> Work to be completed:
Gather all lines in the data that hold the string "after".

> Recorded information:

^^^^^^^^

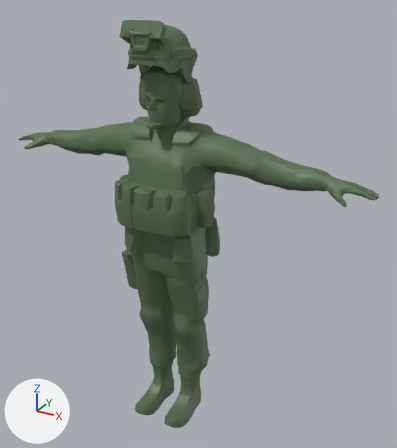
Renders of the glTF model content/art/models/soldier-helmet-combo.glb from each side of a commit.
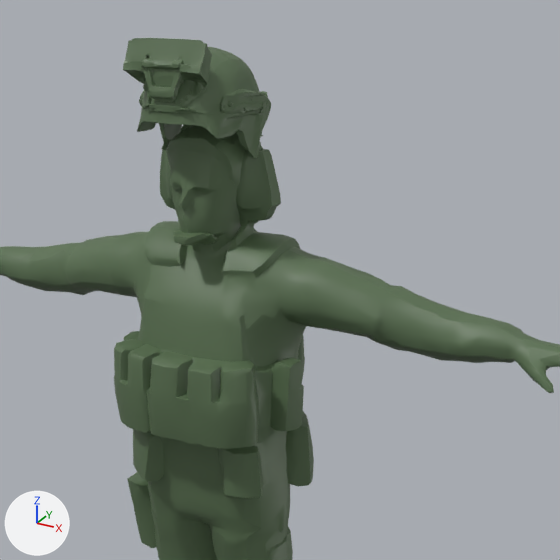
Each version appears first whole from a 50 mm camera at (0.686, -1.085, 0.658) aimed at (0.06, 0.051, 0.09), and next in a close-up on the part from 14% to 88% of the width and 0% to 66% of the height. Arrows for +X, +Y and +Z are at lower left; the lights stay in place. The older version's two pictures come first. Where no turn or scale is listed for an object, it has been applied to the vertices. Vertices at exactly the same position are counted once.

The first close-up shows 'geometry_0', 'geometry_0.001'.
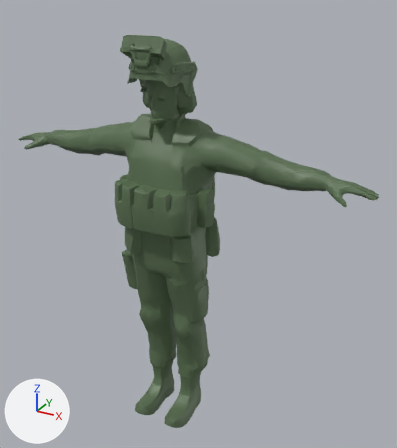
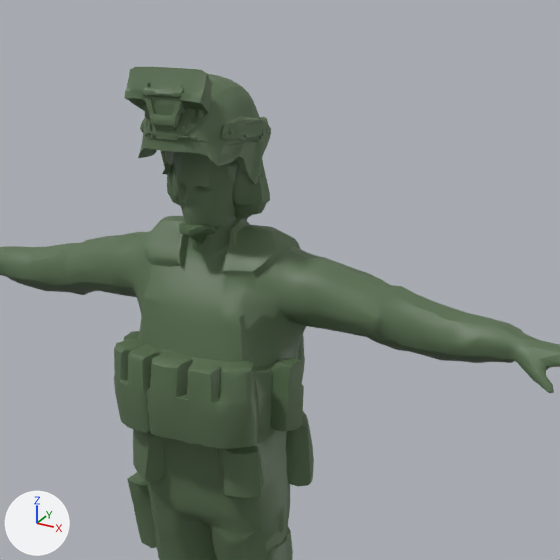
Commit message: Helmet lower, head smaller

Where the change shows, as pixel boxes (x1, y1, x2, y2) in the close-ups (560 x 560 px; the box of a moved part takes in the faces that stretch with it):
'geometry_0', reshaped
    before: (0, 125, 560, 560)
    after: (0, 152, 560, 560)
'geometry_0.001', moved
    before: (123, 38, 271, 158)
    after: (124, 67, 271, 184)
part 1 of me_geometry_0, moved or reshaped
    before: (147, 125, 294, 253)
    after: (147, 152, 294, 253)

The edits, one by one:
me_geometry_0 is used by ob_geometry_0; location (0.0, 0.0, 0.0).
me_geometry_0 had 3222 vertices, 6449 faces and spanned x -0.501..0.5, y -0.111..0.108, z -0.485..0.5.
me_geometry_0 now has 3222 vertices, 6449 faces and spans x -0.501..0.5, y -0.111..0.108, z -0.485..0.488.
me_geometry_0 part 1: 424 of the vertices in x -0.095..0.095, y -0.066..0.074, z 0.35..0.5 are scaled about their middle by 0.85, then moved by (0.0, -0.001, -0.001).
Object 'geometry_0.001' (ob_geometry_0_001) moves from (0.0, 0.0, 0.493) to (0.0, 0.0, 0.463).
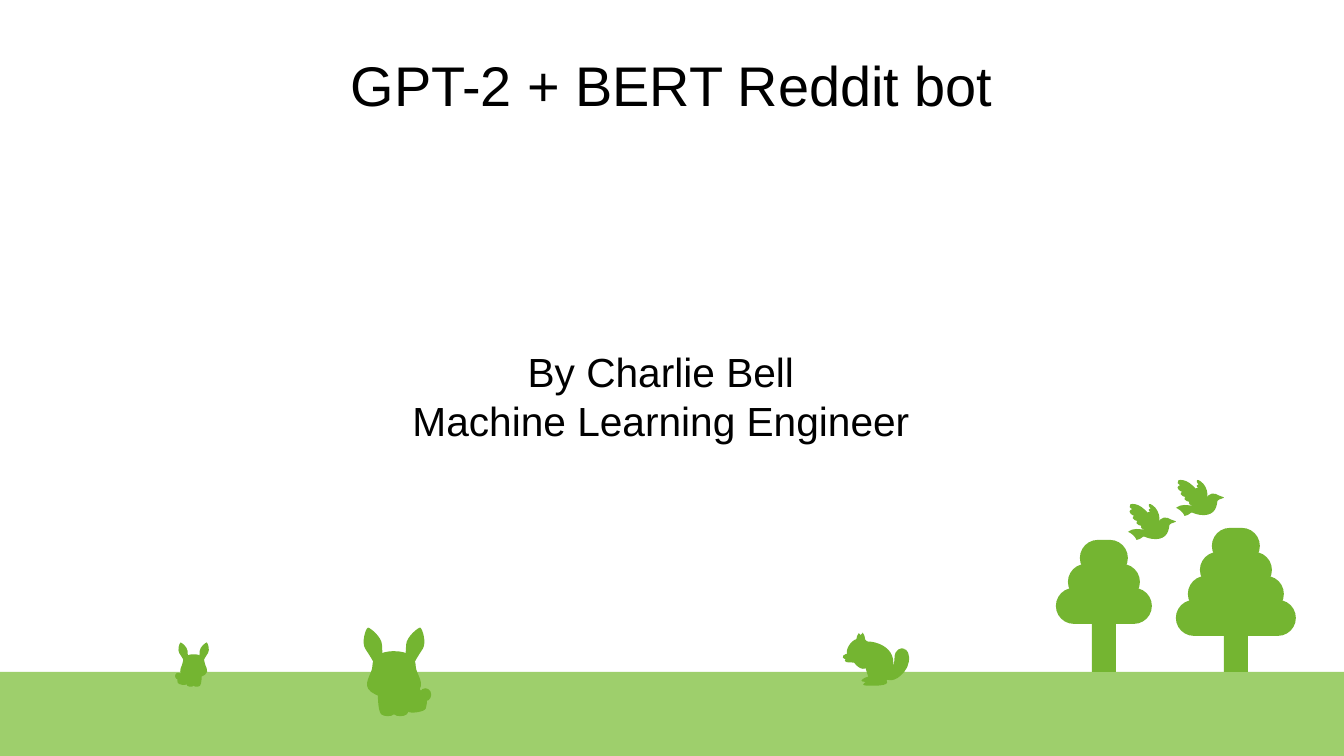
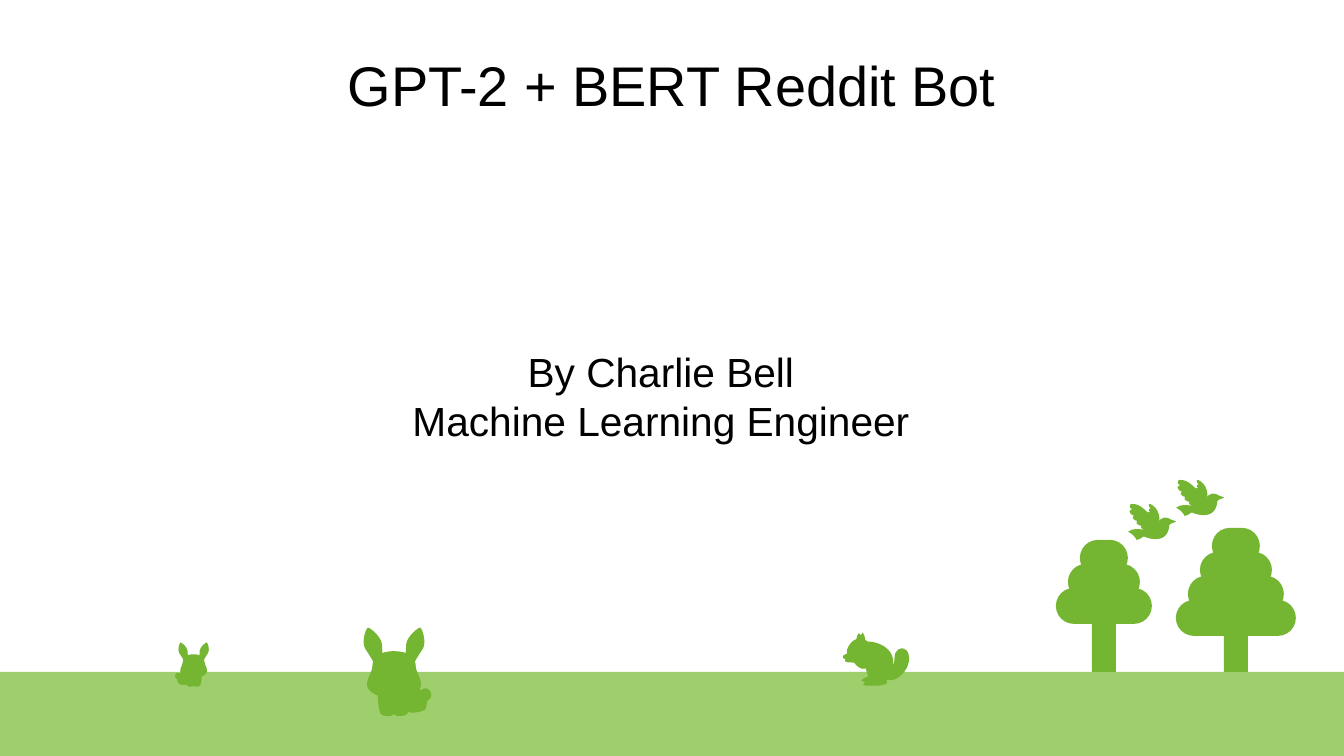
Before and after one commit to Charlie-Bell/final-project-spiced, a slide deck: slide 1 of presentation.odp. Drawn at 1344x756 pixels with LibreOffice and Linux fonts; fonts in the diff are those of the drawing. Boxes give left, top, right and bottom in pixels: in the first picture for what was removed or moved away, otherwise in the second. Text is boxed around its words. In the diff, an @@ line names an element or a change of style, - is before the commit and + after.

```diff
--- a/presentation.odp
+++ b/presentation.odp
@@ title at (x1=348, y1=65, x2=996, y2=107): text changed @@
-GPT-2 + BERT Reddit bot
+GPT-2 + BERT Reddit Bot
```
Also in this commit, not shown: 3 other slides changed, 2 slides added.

^^^^^^^^

> Result for this exercise:
    after: (0, 152, 560, 560)
    after: (124, 67, 271, 184)
    after: (147, 152, 294, 253)
Before and after one commit to Charlie-Bell/final-project-spiced, a slide deck: slide 1 of presentation.odp. Drawn at 1344x756 pixels with LibreOffice and Linux fonts; fonts in the diff are those of the drawing. Boxes give left, top, right and bottom in pixels: in the first picture for what was removed or moved away, otherwise in the second. Text is boxed around its words. In the diff, an @@ line names an element or a change of style, - is before the commit and + after.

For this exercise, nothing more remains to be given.